If you are an application developer you are probably accustomed to drawing from established design patterns. A system of design pattern can play the role of a playbook offering solutions based on combining complimentary approaches. Awareness of design anti-patterns can also be helpful in avoiding future problems arising from typical pitfalls. Ideally, design patterns can be composed together to form new solutions. Patterns can also provide an effective vocabulary for architects, developers and administrators to discuss problems and weigh possible solutions.

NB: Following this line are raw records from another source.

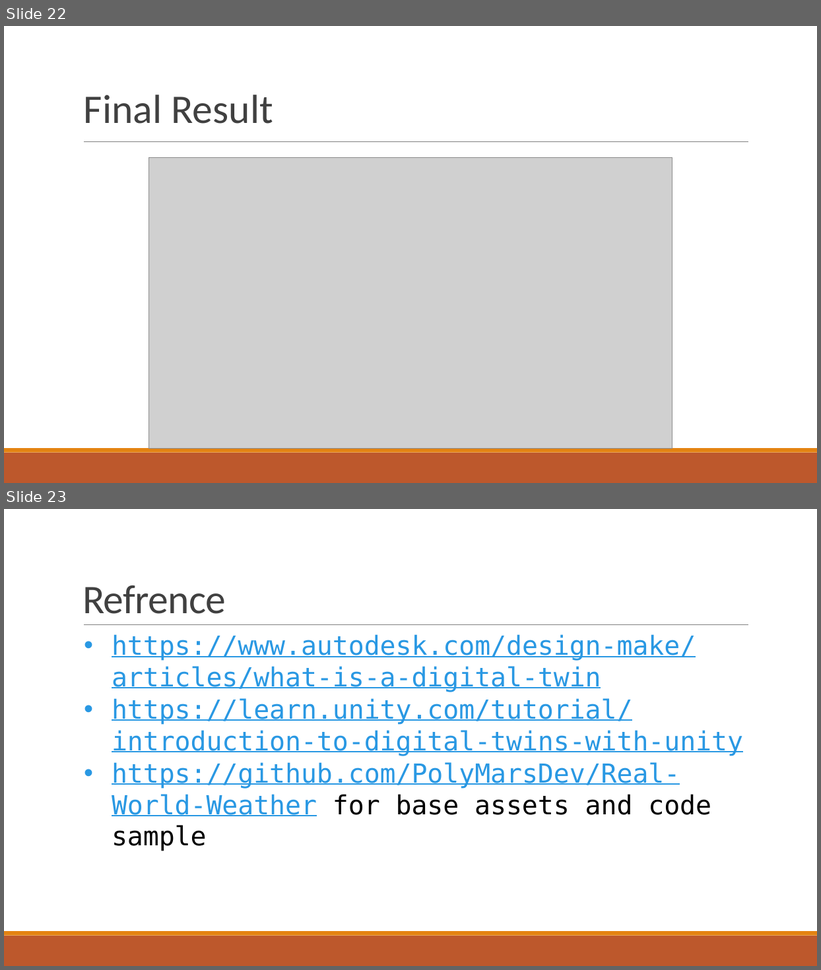
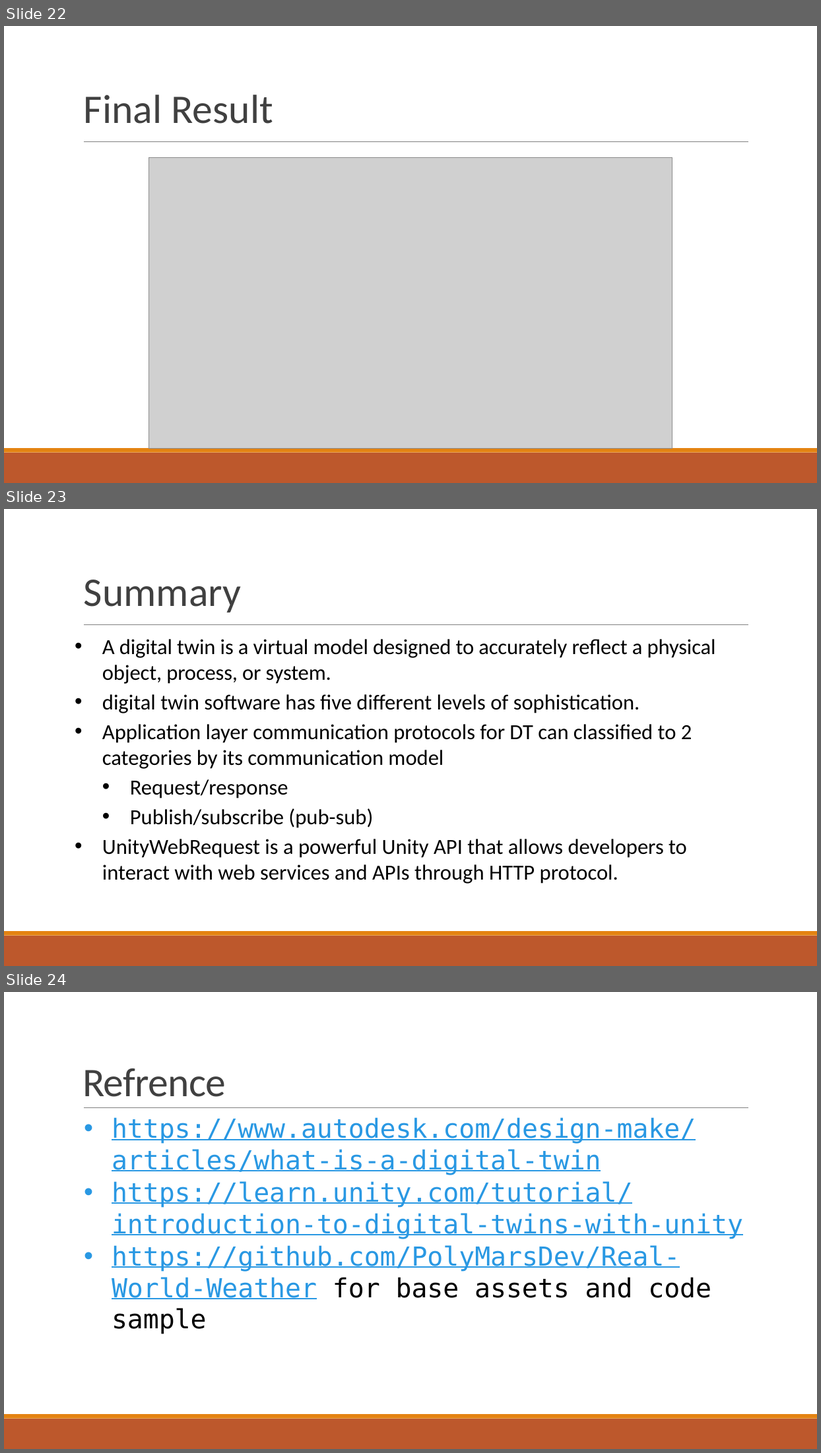
Before and after one commit to DutaChulaMetaverse/RealWorldWeatherDemo, a slide deck: docs/Intro to Digital Twin Unity - connecting with webapi.pptx. Shown one above the other, each under a label of ours: slides 22 and 23 before the commit, slides 22, 23 and 24 after it. The pictures are 821x970 and 821x1453 pixels, drawn with LibreOffice and Linux fonts; fonts in the diff are those of the drawing; grey boxes stand for pictures. Boxes give left, top, right and bottom in pixels: in the first picture for what was removed or moved away, otherwise in the second. Text is boxed around its words. In the diff, an @@ line names an element or a change of style, - is before the commit and + after.

```diff
--- a/docs/Intro to Digital Twin Unity - connecting with webapi.pptx
+++ b/docs/Intro to Digital Twin Unity - connecting with webapi.pptx
@@ slide 23 added at [4, 509, 817, 966], background #FFFFFF; not listed: 3 template elements that a slide beside it also shows @@
@@ title added at [84, 580, 241, 613], 52.9 pt, text #404040 @@
+Summary
@@ text added at [102, 639, 716, 884], 28 pt, text #000000 @@
+• A digital twin is a virtual model designed to accurately reflect a physical object, process, or system.
+• digital twin software has five different levels of sophistication.
+• Application layer communication protocols for DT can classified to 2 categories by its communication model
+  • Request/response
+  • Publish/subscribe (pub-sub)
+• UnityWebRequest is a powerful Unity API that allows developers to interact with web services and APIs through HTTP protocol.
@@ what was slide 23 is now slide 24 @@
```
Also in this commit, not shown: 7 slides changed.
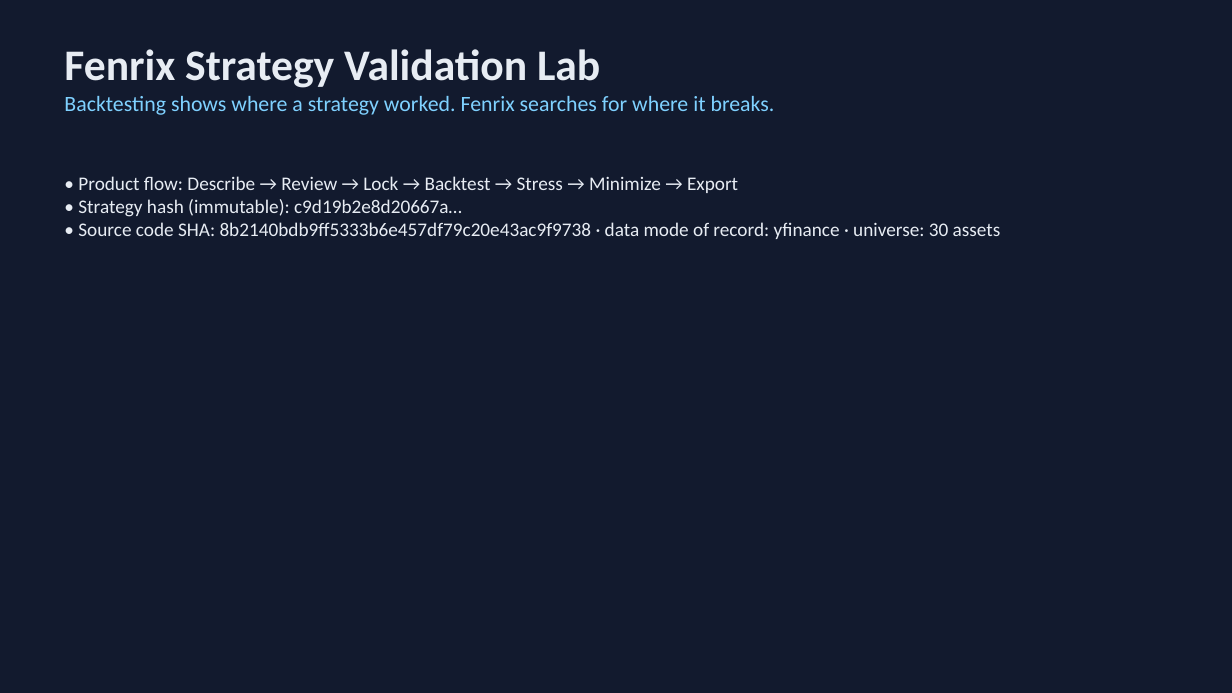
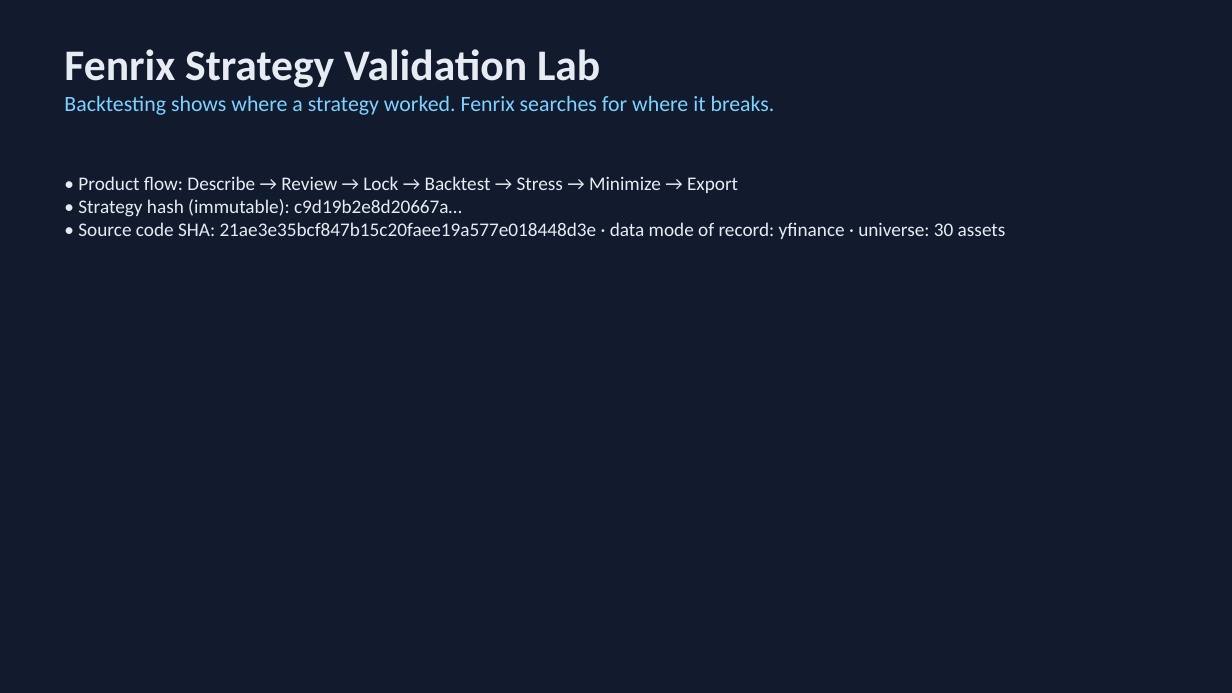
Before and after one commit to Scott-Switzer/market-fuzzer, a slide deck: slide 1 of app/static/pitch-deck/fenrix_deck.pptx. Drawn at 1232x693 pixels with LibreOffice and Linux fonts; fonts in the diff are those of the drawing. Boxes give left, top, right and bottom in pixels: in the first picture for what was removed or moved away, otherwise in the second. Text is boxed around its words. In the diff, an @@ line names an element or a change of style, - is before the commit and + after.

```diff
--- a/app/static/pitch-deck/fenrix_deck.pptx
+++ b/app/static/pitch-deck/fenrix_deck.pptx
@@ text at (78,222,1006,239): text changed @@
-• Source code SHA: 8b2140bdb9ff5333b6e457df79c20e43ac9f9738 · data mode of record: yfinance · universe: 30 assets
+• Source code SHA: 21ae3e35bcf847b15c20faee19a577e018448d3e · data mode of record: yfinance · universe: 30 assets
```
Also in this commit, not shown: 3 other slides changed, 4 other files.
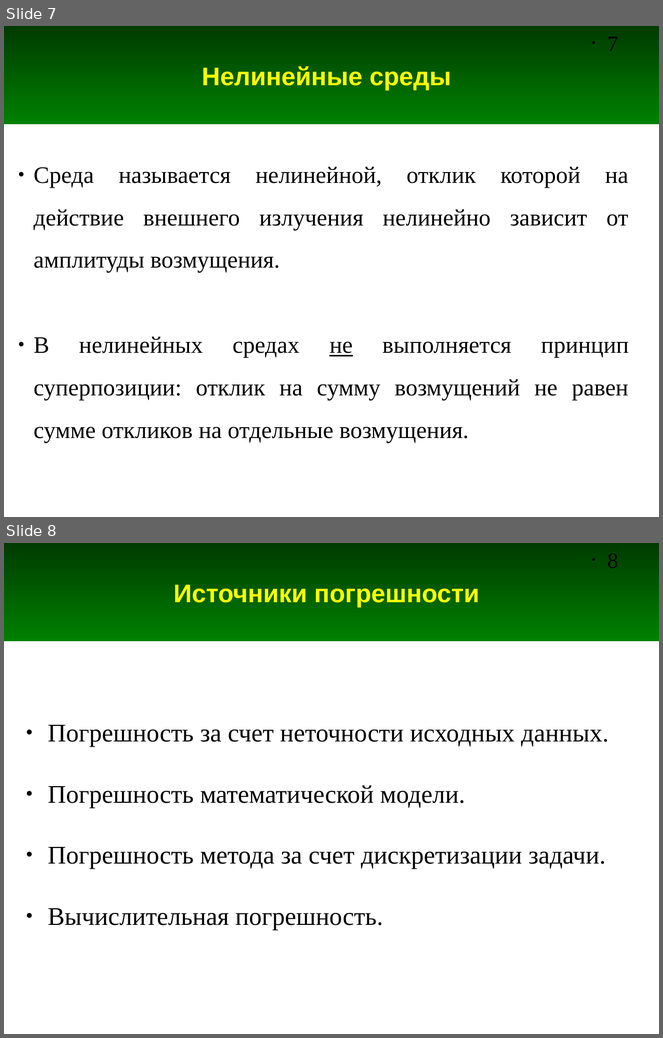
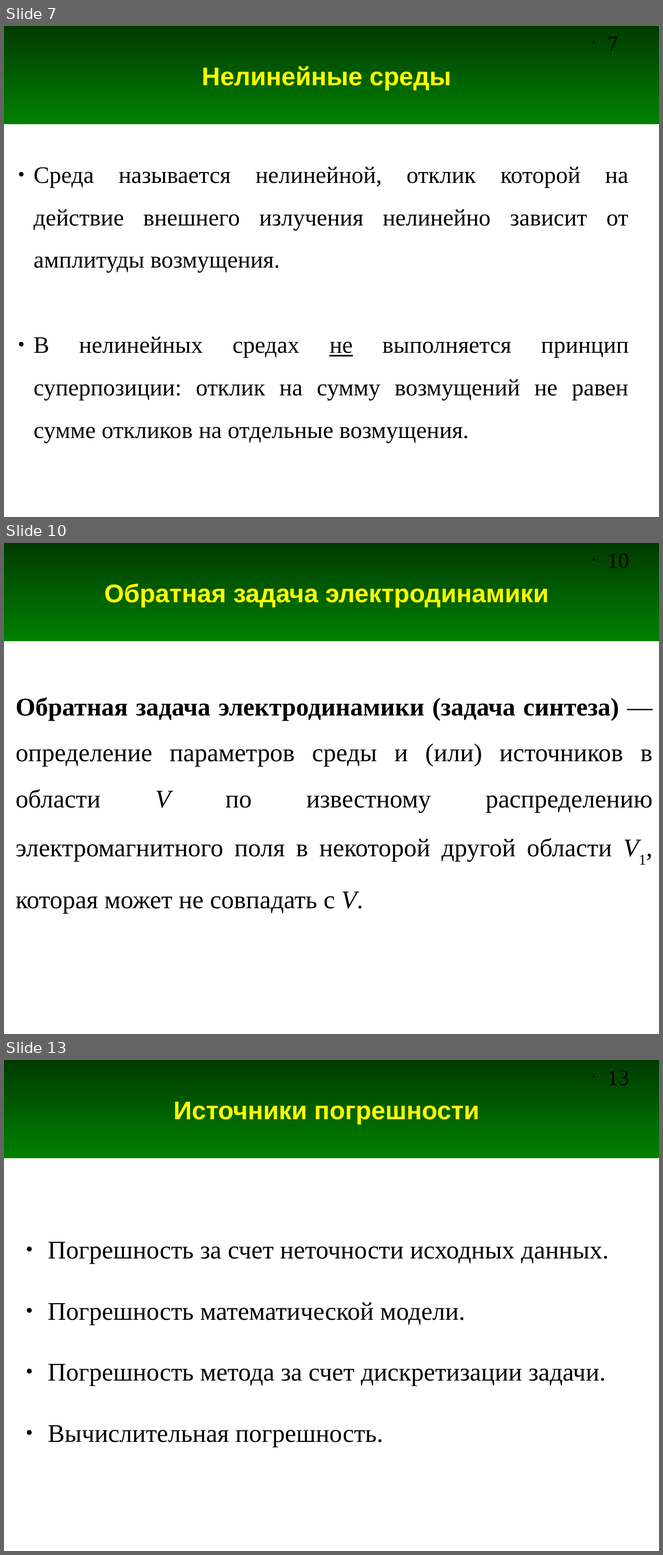
Before and after one commit to andris0147sv/modelling, a slide deck: presentations/1. Problem Statement.odp. Shown one above the other, each under a label of ours: slides 7 and 8 before the commit, slides 7, 10 and 13 after it; the slides between them are not shown. The pictures are 663x1038 and 663x1555 pixels, drawn with LibreOffice and Linux fonts; fonts in the diff are those of the drawing. Boxes give left, top, right and bottom in pixels: in the first picture for what was removed or moved away, otherwise in the second. Text is boxed around its words. In the diff, an @@ line names an element or a change of style, - is before the commit and + after.

```diff
--- a/presentations/1. Problem Statement.odp
+++ b/presentations/1. Problem Statement.odp
@@ slide 10 added at (4,543,659,1034), background #FFFFFF; not listed: 2 template elements that a slide beside it also shows @@
@@ title added at (104,584,549,607), 28 pt, text #FFFF00, bold @@
+Обратная задача электродинамики
@@ text added at (15,697,652,914), 28 pt, text #000000 @@
+Обратная задача электродинамики (задача синтеза) — определение параметров среды и (или) источников в области V по известному распределению электромагнитного поля в некоторой другой области V1, которая может не совпадать с V.
@@ what was slide 8 is now slide 13 @@
@@ page number at (608,1070,630,1085): text changed @@
-• 8
+• 13
```
Also in this commit, not shown: 6 slides changed, 7 other slides added, 1 other file.
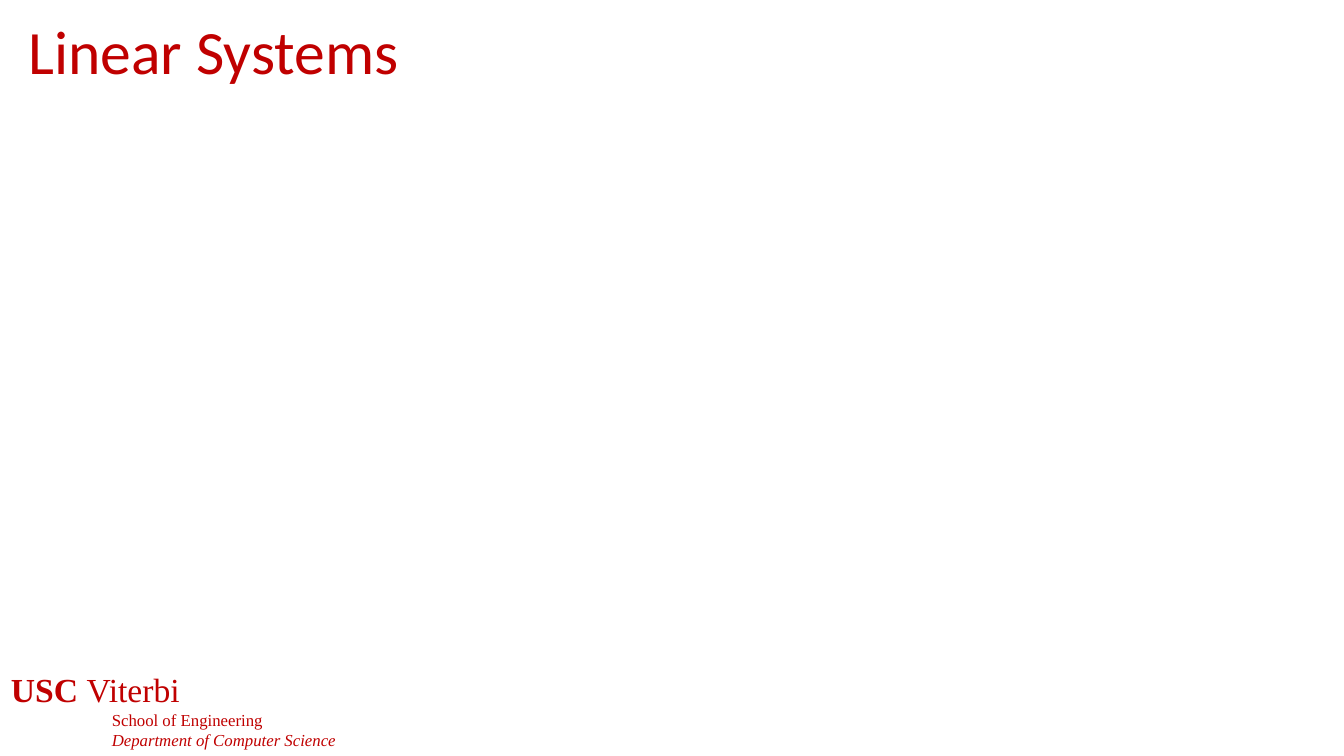
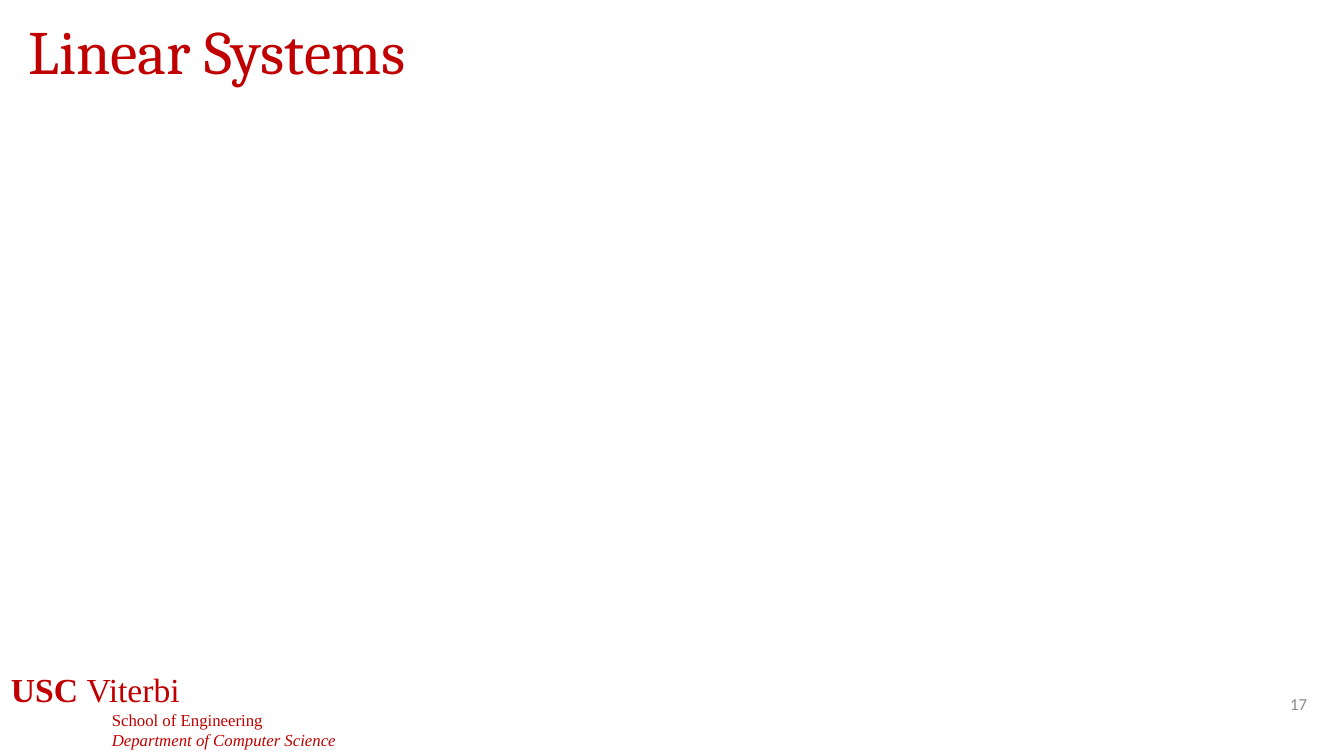
Before and after one commit to jdeshmukh/jdeshmukh.github.io, a slide deck: slide 17 of teaching/cs513-autocps-fall-2026/slides/DynamicalSystems.pptx. Drawn at 1344x756 pixels with LibreOffice and Linux fonts; fonts in the diff are those of the drawing; grey boxes stand for pictures; background and template pictures are left out. Boxes give left, top, right and bottom in pixels: in the first picture for what was removed or moved away, otherwise in the second. Text is boxed around its words. In the diff, an @@ line names an element or a change of style, - is before the commit and + after.

```diff
--- a/teaching/cs513-autocps-fall-2026/slides/DynamicalSystems.pptx
+++ b/teaching/cs513-autocps-fall-2026/slides/DynamicalSystems.pptx
@@ title "Linear Systems" at bbox=[28, 32, 406, 88]: font Calibri to Cambria @@
@@ page number added at bbox=[1290, 699, 1307, 710], 12 pt, text #8C8C8C @@
+17
```
Also in this commit, not shown: 25 other slides changed, 3 other files.

It’s a topic I have discussed before, but what happens once the application code is completed and must run in integrated operational environments? For companies that run their business over the web, the act of deploying, configuring, and operating applications is arguably as important as writing the software itself. If an organization cannot efficiently and reliably deploy and operate the software, it won’t matter how good the application software is.

But where are the design patterns embodying best practices for managing software operations? Where is the catalog of design patterns for managing software deployments? What is needed is a set of design patterns for managing the operation of a software system in the large. Design patterns like these would be useful to those that automate any of these tasks and will facilitate those tools developers who have adopted the “infrastructure as code” philosophy.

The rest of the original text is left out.